The crime has led to some arrest and four deaths so far. Pamela Brown reports that the trend has occurred in about six states and Washington D.C. She points out the difficulty of determining how widespread these cases are because most have been filed under the assault category. Unless the suspect confesses to it, it is difficult to tie it to the Knockout Game.
CNN Anchor Kate Bolduan asked Houck if the phenomenon was a growing trend or whether it is urban myths.
Houck replied, “The whole country knows about the Knockout Game pretty much, so this is definitely a trend. This is no urban myths, urban myths don’t exist.”
Co-host Michaela Pereira jumped in to voice her concern that more life will be given to these trends if the media focuses more on it. Houck replied, “No, I think that we have to let the public know what is going on to protect themselves. He added, “No matter how politically incorrect it may be, it’s our job to make sure people are aware of what’s going on out on the streets and learn how to protect themselves.”
Co-host Chris Cuomo suggests that cops don’t want to attach incidents to the Knockout Game to avoid glorifying the activity. With political correctness as the point, Cuomo asked Houck what the police needs to do to stop these incidents.
“Stopping the incidents are going to be very hard to do. There is no way we can find out if an incident is going to occur tomorrow or the day after because these are random attacks on the streets with groups of black youths,” said Houck. He continued, “I’m asking people who I run into every day, what are you doing to protect yourself on the streets? They are basically saying if they see a group of black youths, they cross the street.”
Pereira jump in to say that she is concerned because she doesn’t believe that black kids should be made to feel that they are a threat simply because they are hanging out with their friends.

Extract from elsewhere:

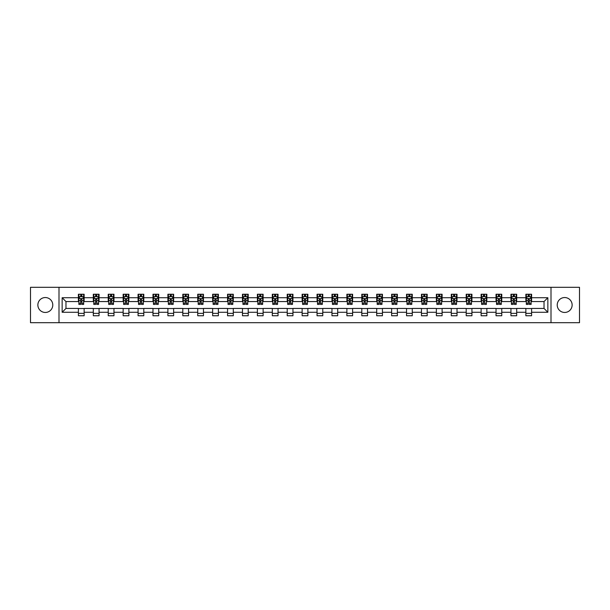 <?xml version="1.0" encoding="UTF-8"?>
<svg xmlns="http://www.w3.org/2000/svg" width="610" height="610" viewBox="0 0 610 610"><rect width="100%" height="100%" fill="white"/><g stroke="black" fill="none" stroke-linecap="round" stroke-linejoin="round"><path stroke-width="0.91" d="M564.677 297.543A7.457 7.457 0 0 0 557.22 305A7.457 7.457 0 0 0 564.677 312.457A7.457 7.457 0 0 0 572.134 305A7.457 7.457 0 0 0 564.677 297.543M45.323 297.543A7.457 7.457 0 0 0 37.866 305A7.457 7.457 0 0 0 45.323 312.457A7.457 7.457 0 0 0 52.78 305A7.457 7.457 0 0 0 45.323 297.543M551.005 322.69L579.5 322.69L579.5 287.31L551.005 287.31L551.005 322.69L58.995 322.69L58.995 287.31L30.5 287.31L30.5 322.69L58.995 322.69M551.005 287.31L58.995 287.31M531.6 297.733L531.6 294.241L525.866 294.241L525.866 297.733L516.685 297.733L516.685 294.241L510.944 294.241L510.944 297.733L501.771 297.733L501.771 294.241L496.029 294.241L496.029 297.733L486.856 297.733L486.856 294.241L481.115 294.241L481.115 297.733L471.934 297.733L471.934 294.241L466.2 294.241L466.2 297.733L457.02 297.733L457.02 294.241L451.286 294.241L451.286 297.733L442.105 297.733L442.105 294.241L436.371 294.241L436.371 297.733L427.191 297.733L427.191 294.241L421.457 294.241L421.457 297.733L412.276 297.733L412.276 294.241L406.542 294.241L406.542 297.733L397.362 297.733L397.362 294.241L391.628 294.241L391.628 297.733L382.447 297.733L382.447 294.241L376.705 294.241L376.705 297.733L367.533 297.733L367.533 294.241L361.791 294.241L361.791 297.733L352.618 297.733L352.618 294.241L346.876 294.241L346.876 297.733L337.696 297.733L337.696 294.241L331.962 294.241L331.962 297.733L322.781 297.733L322.781 294.241L317.048 294.241L317.048 297.733L307.867 297.733L307.867 294.241L302.133 294.241L302.133 297.733L292.952 297.733L292.952 294.241L287.219 294.241L287.219 297.733L278.038 297.733L278.038 294.241L272.304 294.241L272.304 297.733L263.123 297.733L263.123 294.241L257.382 294.241L257.382 297.733L248.209 297.733L248.209 294.241L242.467 294.241L242.467 297.733L233.294 297.733L233.294 294.241L227.553 294.241L227.553 297.733L218.372 297.733L218.372 294.241L212.638 294.241L212.638 297.733L203.458 297.733L203.458 294.241L197.724 294.241L197.724 297.733L188.543 297.733L188.543 294.241L182.809 294.241L182.809 297.733L173.629 297.733L173.629 294.241L167.895 294.241L167.895 297.733L158.714 297.733L158.714 294.241L152.98 294.241L152.98 297.733L143.8 297.733L143.8 294.241L138.066 294.241L138.066 297.733L128.885 297.733L128.885 294.241L123.144 294.241L123.144 297.733L113.971 297.733L113.971 294.241L108.229 294.241L108.229 297.733L99.056 297.733L99.056 294.241L93.315 294.241L93.315 297.733L84.134 297.733L84.134 294.241L78.4 294.241L78.4 297.733L62.144 297.733L62.144 312.267L65.971 308.439L78.4 308.439L78.4 315.759L84.134 315.759L84.134 308.439L93.315 308.439L93.315 315.759L99.056 315.759L99.056 308.439L108.229 308.439L108.229 315.759L113.971 315.759L113.971 308.439L123.144 308.439L123.144 315.759L128.885 315.759L128.885 308.439L138.066 308.439L138.066 315.759L143.8 315.759L143.8 308.439L152.98 308.439L152.98 315.759L158.714 315.759L158.714 308.439L167.895 308.439L167.895 315.759L173.629 315.759L173.629 308.439L182.809 308.439L182.809 315.759L188.543 315.759L188.543 308.439L197.724 308.439L197.724 315.759L203.458 315.759L203.458 308.439L212.638 308.439L212.638 315.759L218.372 315.759L218.372 308.439L227.553 308.439L227.553 315.759L233.294 315.759L233.294 308.439L242.467 308.439L242.467 315.759L248.209 315.759L248.209 308.439L257.382 308.439L257.382 315.759L263.123 315.759L263.123 308.439L272.304 308.439L272.304 315.759L278.038 315.759L278.038 308.439L287.219 308.439L287.219 315.759L292.952 315.759L292.952 308.439L302.133 308.439L302.133 315.759L307.867 315.759L307.867 308.439L317.048 308.439L317.048 315.759L322.781 315.759L322.781 308.439L331.962 308.439L331.962 315.759L337.696 315.759L337.696 308.439L346.876 308.439L346.876 315.759L352.618 315.759L352.618 308.439L361.791 308.439L361.791 315.759L367.533 315.759L367.533 308.439L376.705 308.439L376.705 315.759L382.447 315.759L382.447 308.439L391.628 308.439L391.628 315.759L397.362 315.759L397.362 308.439L406.542 308.439L406.542 315.759L412.276 315.759L412.276 308.439L421.457 308.439L421.457 315.759L427.191 315.759L427.191 308.439L436.371 308.439L436.371 315.759L442.105 315.759L442.105 308.439L451.286 308.439L451.286 315.759L457.02 315.759L457.02 308.439L466.2 308.439L466.2 315.759L471.934 315.759L471.934 308.439L481.115 308.439L481.115 315.759L486.856 315.759L486.856 308.439L496.029 308.439L496.029 315.759L501.771 315.759L501.771 308.439L510.944 308.439L510.944 315.759L516.685 315.759L516.685 308.439L525.866 308.439L525.866 315.759L531.6 315.759L531.6 308.439L544.029 308.439L544.029 301.561L531.6 301.561L531.6 297.733L547.856 297.733L547.856 312.267L531.6 312.267M525.866 312.267L516.685 312.267M510.944 312.267L501.771 312.267M496.029 312.267L486.856 312.267M481.115 312.267L471.934 312.267M466.2 312.267L457.02 312.267M451.286 312.267L442.105 312.267M436.371 312.267L427.191 312.267M421.457 312.267L412.276 312.267M406.542 312.267L397.362 312.267M391.628 312.267L382.447 312.267M376.705 312.267L367.533 312.267M361.791 312.267L352.618 312.267M346.876 312.267L337.696 312.267M331.962 312.267L322.781 312.267M317.048 312.267L307.867 312.267M302.133 312.267L292.952 312.267M287.219 312.267L278.038 312.267M272.304 312.267L263.123 312.267M257.382 312.267L248.209 312.267M242.467 312.267L233.294 312.267M227.553 312.267L218.372 312.267M212.638 312.267L203.458 312.267M197.724 312.267L188.543 312.267M182.809 312.267L173.629 312.267M167.895 312.267L158.714 312.267M152.98 312.267L143.8 312.267M138.066 312.267L128.885 312.267M123.144 312.267L113.971 312.267M108.229 312.267L99.056 312.267M93.315 312.267L84.134 312.267M78.4 312.267L62.144 312.267M525.866 297.733L525.866 301.561L516.685 301.561L516.685 297.733M510.944 297.733L510.944 301.561L501.771 301.561L501.771 297.733M496.029 297.733L496.029 301.561L486.856 301.561L486.856 297.733M481.115 297.733L481.115 301.561L471.934 301.561L471.934 297.733M466.2 297.733L466.2 301.561L457.02 301.561L457.02 297.733M451.286 297.733L451.286 301.561L442.105 301.561L442.105 297.733M436.371 297.733L436.371 301.561L427.191 301.561L427.191 297.733M421.457 297.733L421.457 301.561L412.276 301.561L412.276 297.733M406.542 297.733L406.542 301.561L397.362 301.561L397.362 297.733M391.628 297.733L391.628 301.561L382.447 301.561L382.447 297.733M376.705 297.733L376.705 301.561L367.533 301.561L367.533 297.733M361.791 297.733L361.791 301.561L352.618 301.561L352.618 297.733M346.876 297.733L346.876 301.561L337.696 301.561L337.696 297.733M331.962 297.733L331.962 301.561L322.781 301.561L322.781 297.733M317.048 297.733L317.048 301.561L307.867 301.561L307.867 297.733M302.133 297.733L302.133 301.561L292.952 301.561L292.952 297.733M287.219 297.733L287.219 301.561L278.038 301.561L278.038 297.733M272.304 297.733L272.304 301.561L263.123 301.561L263.123 297.733M257.382 297.733L257.382 301.561L248.209 301.561L248.209 297.733M242.467 297.733L242.467 301.561L233.294 301.561L233.294 297.733M227.553 297.733L227.553 301.561L218.372 301.561L218.372 297.733M212.638 297.733L212.638 301.561L203.458 301.561L203.458 297.733M197.724 297.733L197.724 301.561L188.543 301.561L188.543 297.733M182.809 297.733L182.809 301.561L173.629 301.561L173.629 297.733M167.895 297.733L167.895 301.561L158.714 301.561L158.714 297.733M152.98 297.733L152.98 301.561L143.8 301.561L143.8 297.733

Responding to that, Houck said, “There is a concern there, not every black kid is doing this. It’s very few, but if you are the victim, if you are a potential victim and you are afraid walking down the street and you see a group of black youths, everybody I am talking to says they are crossing the street, they getting away from them.” He also added, “It’s something to concern yeah, because the good Black kids are going to say, why you crossing the streets when I come walking by.”